Personal Cuts focus is conceptual tendencies, in the broadest sense of the term, starting with the neo-avant-garde from the periods of 1950s and 1960s, the “New Art Practice” of the 1970s and expands to include some art of today that has a strong conceptual background. “Conceptual Art” in Zagreb is understood differently to the “western canon” and covers an enormous range and means of expression, a wide array of works and practices. The artists moved towards new materials, media, methods and behavior they shifted their interests from objects to the “conduct” of making art in search of a redefinition of the role of the artist towards social, political, and economical realities and within the places they were (and are) living.

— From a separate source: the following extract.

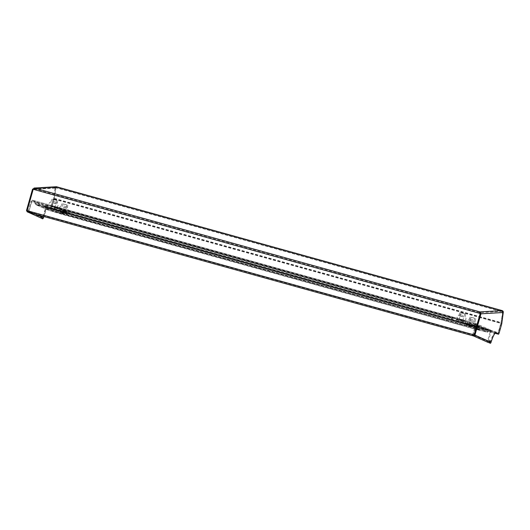 <?xml version="1.0" encoding="UTF-8"?>
<svg xmlns="http://www.w3.org/2000/svg" width="530" height="530" viewBox="0 0 530 530"><rect width="100%" height="100%" fill="white"/><g stroke="black" fill="none" stroke-linecap="round" stroke-linejoin="round"><path stroke-width="0.4" stroke-dasharray="2.65 1.99" d="M62.507 210.609L66.575 211.854L62.507 210.609M52.218 206.892L56.279 208.138L52.218 206.892M52.43 206.15L56.491 207.396L52.43 206.15M460.219 320.292L464.28 321.531L460.219 320.292M460.424 319.544L464.492 320.789L460.424 319.544M470.507 324.002L474.569 325.248L470.507 324.002M489.077 342.479A1.941 0.344 -74.5 0 1 489.375 340.817L489.038 341.505L474.198 334.933L473.74 335.126A0.391 0.384 113.9 0 1 473.714 334.847L476.437 325.221L476.828 325.394M41.386 218.188A1.941 0.344 -74.5 0 1 41.678 216.386L41.34 217.075L26.5 210.509M42.148 218.506A1.941 0.344 105.5 0 1 42.413 216.591L42.075 217.28L27.282 210.721L474.138 334.92L473.131 335.053L28.203 211.39L27.282 210.721L33.204 189.283M451.699 318.245L452.368 316.86L454.422 317.768L454.21 318.517L452.163 317.609L451.699 318.749L452.799 319.053L453.329 317.192L475.94 323.452L453.203 317.132L452.673 319L451.573 318.689L451.699 318.245L55.458 208.118L55.332 208.568L54.232 208.257L54.762 206.395L32.019 200.075L28.739 211.98L27.991 212.139M475.94 323.452L472.707 334.808L472.926 335.801M451.825 318.298L55.59 208.177L55.464 208.621L54.358 208.316L54.888 206.448L32.151 200.135L28.739 211.98M476.066 323.505L472.654 335.357M33.178 189.369L27.235 210.715L28.057 211.258A0.391 0.384 -66.1 0 0 28.229 211.033L30.952 201.407L45.534 207.859L42.811 217.485A0.391 0.384 113.9 0 1 42.287 217.737A0.391 0.384 113.9 0 1 42.075 217.28M27.818 212.073L28.454 211.914A1.166 1.146 -66.1 0 0 28.964 211.238L31.687 201.612L46.269 208.065L43.871 216.551M56.684 186.785L56.511 187.905L502.665 311.898L500.963 322.916L497.915 333.271L492.092 330.694L45.275 206.514L45.063 207.256L491.88 331.442L495.086 332.847A11.633 2.08 105.5 0 0 495.033 332.833A11.633 2.08 105.5 0 0 490.475 341.598A1.941 0.344 -74.5 0 1 489.72 343.062M56.717 186.798L56.511 187.905L55.849 187.719L54.146 198.737L51.105 209.092L45.275 206.514M502.208 310.613L502.228 311.335L56.074 187.335L54.179 199.234L50.893 209.84L45.063 207.256M51.105 209.092L497.915 333.271L51.105 209.092M502.175 310.6L502.003 311.719L502.891 311.521L501.188 322.538L497.743 334.019M50.893 209.84L495.119 333.297L50.893 209.84M56.074 187.335L55.849 187.719M33.92 189.356L55.802 188.064L55.067 187.858L53.318 199.187L50.867 207.859A1.941 0.344 -74.5 0 1 50.025 209.589A1.941 0.344 -74.5 0 1 50.019 209.582L50.754 209.787A1.941 0.344 105.5 0 0 50.761 209.794A1.941 0.344 105.5 0 0 51.595 208.065L50.867 207.859M55.802 188.064L54.053 199.393L53.318 199.187M54.053 199.393L51.595 208.065M47.389 208.423L50.761 209.794L47.389 208.423A11.633 2.08 105.5 0 0 47.342 208.403A11.633 2.08 105.5 0 0 42.778 217.174A1.941 0.344 -74.5 0 1 42.022 218.632M43.182 218.261A1.941 0.344 105.5 0 0 43.513 217.373A11.633 2.08 -74.5 0 1 48.078 208.608A11.633 2.08 -74.5 0 1 48.124 208.628M33.529 189.376L55.067 187.858M34.536 188.09L34.337 188.839L56.485 187.534A0.775 0.762 86.6 0 0 55.551 188.077L54.815 187.878A1.55 1.524 86.6 0 1 56.193 186.739M33.887 189.475L34.105 188.812M479.378 313.29L480.187 313.535M479.504 313.343L33.33 189.343M27.235 210.715L28.454 211.914M41.976 218.446A1.166 1.146 113.9 0 1 41.34 217.075M46.269 208.065A0.775 0.762 113.9 0 1 47.216 207.528L32.628 201.069A0.775 0.762 -66.1 0 0 31.687 201.612M45.534 207.859A1.55 1.524 113.9 0 1 47.428 206.779L70.218 213.113L70.006 213.862L47.216 207.528M32.628 201.069L55.418 207.402L55.63 206.66L32.84 200.327A1.55 1.524 -66.1 0 0 30.952 201.407M55.63 206.66L70.218 213.113M55.418 207.402L70.006 213.862M55.59 208.177L55.922 207.482L452.163 317.609L57.975 208.389L58.187 207.647L56.14 206.74L452.368 316.86M55.458 208.118L56.134 206.74L452.375 316.867M454.422 317.768L58.187 207.647M454.21 318.517L57.975 208.389M492.092 330.694L491.88 331.442M476.887 325.42L491.025 331.674L488.302 341.3A0.391 0.384 -66.1 0 0 488.514 341.757A0.391 0.384 -66.1 0 0 489.038 341.505M473.224 335.742L473.058 335.477A1.166 1.146 113.9 0 1 472.985 334.642L475.708 325.016L490.29 331.469L487.567 341.095A1.166 1.146 -66.1 0 0 488.196 342.466M502.891 311.521L502.665 311.898M480.352 313.608L502.765 312.289L501.016 323.611L501.751 323.817M502.765 312.289L503.268 312.428M501.016 323.611L498.558 332.284A1.941 0.344 -74.5 0 1 497.73 334.013M34.337 188.839L479.829 312.654L501.976 311.349L56.491 187.534L501.976 311.349A0.775 0.762 -93.4 0 1 502.513 312.302L503.248 312.508M473.058 335.477L473.74 335.126M491.025 331.674A1.55 1.524 -66.1 0 0 489.978 329.773L467.188 323.439L466.976 324.188L489.766 330.521L475.178 324.069A0.775 0.762 113.9 0 1 475.708 325.016M490.29 331.469A0.775 0.762 -66.1 0 0 489.766 330.521M475.178 324.069L452.395 317.735L452.6 316.986L475.39 323.32A1.55 1.524 113.9 0 1 476.437 325.221M452.6 316.986L467.188 323.439M452.395 317.735L466.976 324.188M463.346 313.528L460.04 312.521L463.346 313.528M462.902 315.436L459.013 314.244L462.902 315.436M462.518 316.774L458.629 315.582L462.518 316.774M462.471 316.755L461.431 316.297L462.471 316.755M461.643 319.663L460.61 319.206L461.643 319.663M461.696 319.683L457.807 318.497L461.696 319.683M461.378 320.802L457.489 319.61L461.378 320.802M461.57 320.889L456.403 319.305L461.57 320.889M461.252 322.008L456.085 320.425L461.252 322.008M460.173 321.531L462.359 322.2L460.173 321.531M462.538 313.177L464.724 313.846L462.538 313.177M473.423 317.993L470.117 316.98L473.423 317.993M472.979 319.895L469.09 318.702L472.979 319.895M472.601 321.233L468.712 320.047L472.601 321.233M472.548 321.213L471.514 320.756L472.548 321.213M471.726 324.121L470.686 323.664L471.726 324.121C475.556 325.301 475.026 324.89 476.099 323.704C476.066 322.127 476.059 321.909 471.508 320.749C468.705 319.491 467.235 319.842 467.102 321.803C467.758 323.002 469.302 323.777 471.733 324.128M471.779 324.148L467.884 322.956L471.779 324.148M471.647 325.347L466.486 323.764L471.647 325.347M471.329 326.467L466.168 324.883L471.329 326.467M470.256 325.99L472.442 326.659L470.256 325.99M472.621 317.636L474.8 318.305L472.621 317.636M64.455 204.169L67.76 205.183L64.455 204.169M63.838 205.998L67.734 207.19L63.838 205.998M63.461 207.336L67.35 208.528L63.461 207.336M63.514 207.362L64.547 207.82L63.514 207.362C59.678 206.183 60.215 206.594 59.141 207.78C59.168 209.357 59.181 209.575 63.733 210.728L62.692 210.271L63.726 210.728C66.535 211.993 68.006 211.642 68.138 209.681C67.482 208.482 65.939 207.707 63.507 207.356M62.639 210.244L66.528 211.437L62.639 210.244M62.136 211.285L67.297 212.868L62.136 211.285M61.818 212.404L66.979 213.987L61.818 212.404M62.898 212.881L60.712 212.212L62.898 212.881M65.256 204.527L63.07 203.858L65.256 204.527M54.378 199.711L57.677 200.724L54.378 199.711M53.762 201.539L57.651 202.725L53.762 201.539M53.384 202.877L57.273 204.07L53.384 202.877M53.431 202.904L54.471 203.361L53.431 202.904C49.601 201.718 50.138 202.135 49.065 203.321C49.091 204.898 49.105 205.11 53.656 206.269L52.609 205.812L53.649 206.269C56.458 207.528 57.922 207.184 58.061 205.223C57.406 204.023 55.862 203.248 53.424 202.897M52.556 205.786L56.452 206.978L52.556 205.786M52.245 206.905L56.134 208.098L52.245 206.905M52.059 206.826L57.22 208.403L52.059 206.826M51.741 207.945L56.902 209.522L51.741 207.945M52.814 208.423L50.628 207.747L52.814 208.423M55.18 200.062L52.993 199.393L55.18 200.062M464.227 321.339L44.937 204.878L56.882 210.172L60.334 211.212L477.159 327.056L479.584 327.653L467.679 322.379L464.227 321.339L463.465 323.519L467.785 324.824A0.775 0.762 -66.1 0 1 467.679 324.791L46.647 207.674L43.612 206.939L55.517 212.205L476.649 329.355L479.69 330.091L467.785 324.824M476.503 324.837L45.871 204.812L35.98 202.341L48.064 207.72L478.696 327.739L488.408 330.104L476.503 324.837L476.079 326.328L462.266 322.154L462.69 320.657M489.25 340.757L489.985 340.962M42.413 216.591L41.678 216.386M28.878 211.192L472.793 334.569M29.004 211.245L472.919 334.622M42.811 217.485L28.229 211.033M36.1 214.392L28.964 211.238M51.436 208.403L498.253 332.582M54.047 199.174L479.12 317.311M479.18 317.331L500.863 323.353M54.146 198.737L479.239 316.88M479.299 316.9L500.963 322.916M54.371 198.352L501.188 322.538M54.179 199.234L500.989 323.413M51.569 208.456L498.379 332.641M42.287 216.531L41.552 216.333M32.84 200.327L47.428 206.779M488.302 341.3L474.184 335.053M487.567 341.095L472.985 334.642M499.293 332.489L498.558 332.284M495.716 333.025L495.086 332.847M489.375 340.817L489.978 340.982M475.39 323.32L489.978 329.773M491.211 341.804L490.475 341.598M43.513 217.373L42.778 217.174M467.679 322.379L467.261 323.876L44.513 206.369L56.465 211.662L59.916 212.709L476.735 328.554L479.166 329.143L467.261 323.876A0.775 0.762 -66.1 0 0 467.679 324.791L479.584 330.058A0.775 0.762 -66.1 0 0 479.69 330.091M35.98 202.341L35.556 203.831L45.447 206.302L45.368 207.111L36.259 204.891L48.164 210.158L61.109 214.074L477.934 329.918L487.037 332.138L475.132 326.864A0.775 0.762 -66.1 0 0 476.079 326.328L487.984 331.594L488.408 330.104M475.132 326.864L462.186 322.956L462.266 322.154L45.447 206.302L45.871 204.812M479.584 327.653L479.166 329.143A0.775 0.762 -66.1 0 0 479.584 330.058L479.206 329.17L479.63 327.679M487.037 332.138A0.775 0.762 -66.1 0 0 487.984 331.594L478.272 329.229L478.696 327.739M477.159 327.056L476.649 329.355M48.164 210.158A0.775 0.762 113.9 0 1 48.064 210.125L477.934 329.918L478.272 329.229L61.453 213.385L61.871 211.894M60.334 211.212L59.83 213.51M61.116 214.074L61.453 213.385L47.64 209.211L48.064 207.72M56.882 210.172L56.465 211.662A0.775 0.762 113.9 0 1 55.517 212.205M36.259 204.891A0.775 0.762 113.9 0 1 36.159 204.858L48.064 210.125A0.775 0.762 113.9 0 1 47.64 209.211L35.735 203.944L36.159 202.453M44.977 204.905L44.553 206.395A0.775 0.762 113.9 0 1 43.612 206.939M36.159 204.858A0.775 0.762 113.9 0 1 35.735 203.944L36.159 204.858M47.408 205.494L46.647 207.674L463.465 323.519M45.368 207.111L462.186 322.956M66.575 211.854L66.363 212.603M56.491 207.396L56.279 208.138M464.492 320.789L464.28 321.531M474.569 325.248L474.363 325.996M489.415 340.412L490.151 340.618M56.24 187.507L34.092 188.812M42.453 216.187L41.718 215.988M27.613 211.245L42.287 217.737M473.873 335.278L488.514 341.757M490.184 329.852L477.252 324.128M477.199 324.102L475.595 323.393M489.866 330.561L475.284 324.102M467.632 323.287L467.42 324.029M457.556 318.822L457.344 319.57M49.555 205.428L49.343 206.177M59.632 209.893L59.42 210.635M495.769 333.032L495.033 332.833M47.342 208.403L48.078 208.608M465.678 314.118L465.274 317.463M461.425 316.291C465.976 317.45 465.989 317.662 466.016 319.245C464.942 320.431 465.479 320.842 461.65 319.663C459.218 319.318 457.675 318.543 457.019 317.344C457.158 315.383 458.622 315.032 461.425 316.291M464.446 320.372L464.134 321.491M465.221 321.796L464.903 322.922M460.994 312.786L458.629 321.147M464.724 313.846L462.359 322.2M456.403 319.305L456.085 320.425M457.807 318.497L457.489 319.61M460.04 312.521L458.629 315.582M475.761 318.576L475.35 321.922M474.529 324.83L474.211 325.95M475.297 326.261L474.979 327.381M471.071 317.251L468.705 325.606M474.8 318.305L472.442 326.659M466.486 323.764L466.168 324.883M467.884 322.956L467.573 324.075M470.117 316.98L468.712 320.047M62.116 203.586L60.712 206.654M59.89 209.562L59.572 210.682M58.486 210.37L58.167 211.49M66.806 204.911L64.441 213.265M63.07 203.858L60.712 212.212M67.297 212.868L66.979 213.987M66.528 211.437L66.21 212.556M67.76 205.183L67.35 208.528M52.039 199.128L50.628 202.188M49.807 205.103L49.489 206.216M48.409 205.912L48.091 207.031M56.723 200.453L54.358 208.807M52.993 199.393L50.628 207.747M57.22 208.403L56.902 209.522M56.452 206.978L56.134 208.098M57.677 200.724L57.273 204.07M477.934 329.918L487.421 332.277L488.163 331.7L488.587 330.21M44.937 204.878L44.513 206.369L43.725 206.925L46.647 207.674"/><path stroke-width="0.79" d="M489.978 340.982L489.773 341.704L474.933 335.139L473.555 335.987L473.224 335.742M43.871 216.551L43.546 217.691A1.166 1.146 113.9 0 1 41.976 218.446L27.818 212.073M42.148 218.506A1.941 0.344 105.5 0 0 42.208 218.598L42.744 218.837A1.941 0.344 105.5 0 0 42.751 218.837A1.941 0.344 105.5 0 0 43.182 218.261M42.208 218.598L42.009 218.632A1.941 0.344 -74.5 0 1 42.009 218.632L42.744 218.837M472.926 335.801L27.991 212.139L27.149 210.668L33.204 189.283L33.887 189.475L34.536 188.09L34.046 188.037L56.193 186.739A1.55 1.524 86.6 0 1 56.684 186.785L502.175 310.6A1.55 1.524 -93.4 0 1 503.248 312.508L501.751 323.817L499.293 332.489A1.941 0.344 105.5 0 1 498.458 334.218L497.723 334.013A1.941 0.344 -74.5 0 1 497.723 334.013A1.941 0.344 -74.5 0 1 497.71 334.013L498.445 334.211A1.941 0.344 105.5 0 0 498.458 334.218M497.743 334.019L495.51 333.045L497.71 334.013M497.71 334.019L495.119 333.297L497.71 334.019M27.235 210.715L26.5 210.509L27.302 211.954M34.337 188.839L33.39 189.382L32.535 189.184L33.178 189.369M32.535 189.184L26.5 210.509M42.022 218.632A1.941 0.344 -74.5 0 1 42.016 218.632L42.751 218.837M33.887 189.475L479.378 313.29L480.028 311.905L34.536 188.09L32.655 189.177M479.511 313.323L479.829 312.654L480.352 313.608L474.198 334.933L474.933 335.139L480.968 313.82L480.233 313.614M480.187 313.535L474.138 334.92L480.187 313.535M479.378 313.29L480.061 313.475M472.654 335.357C472.833 336.086 473.283 335.921 474.005 334.861L473.701 335.285L474.045 334.967M490.111 341.015A1.941 0.344 105.5 0 0 489.906 343.023L490.442 343.261A1.941 0.344 105.5 0 0 490.449 343.261A1.941 0.344 105.5 0 0 491.211 341.804A11.633 2.08 -74.5 0 1 495.769 333.032A11.633 2.08 -74.5 0 1 495.822 333.052L498.445 334.211M489.906 343.023L490.442 343.261L489.713 343.062A1.941 0.344 -74.5 0 1 489.713 343.062A1.941 0.344 -74.5 0 1 489.707 343.056M489.17 342.817A1.941 0.344 -74.5 0 1 489.077 342.479M480.352 313.608L480.968 313.82M479.829 312.654L480.028 311.905L481.088 313.813L503.248 312.508M474.198 334.933L473.74 335.126L474.198 334.933M473.555 335.987L488.196 342.466A1.166 1.146 -66.1 0 0 489.773 341.704M43.546 217.691L36.1 214.392M480.028 311.905L502.175 310.6L56.684 186.785L34.536 188.09M33.529 189.376L33.92 189.356M27.149 210.668L474.005 334.861"/></g></svg>

After the Croatian cultural season in France in 2012 and the entry of this state in the European Union in 2013, Carré d'Art-Musée d'Art Contemporain de Nimes hosting in 2014 an exhibition with a historical perspective on contemporary artistic production from Zagreb both innovative and committed. This publication is a direct extension of the show, opening with the chronology of radical production and its context, in which Branka Stipančić backs on the 1950s to 1970s, notably with the Gorgona Group, Exat 51 and to contemporary productions.
Published on the occasion of the eponymous exhibition at Carré d'art, Nîmes, from October 17, 2014 to January 11, 2015.
Branka Stipančić, curator at the Museum of Contemporary Art in Zagreb from 1983 to 1993, director of the Soros Center for Contemporary Art in Zagreb from 1993 to 1996, she is now an art historian, curator and editor based in Zagreb. She holds degrees in art history and literature at the Faculty of Philosophy of the University of Zagreb.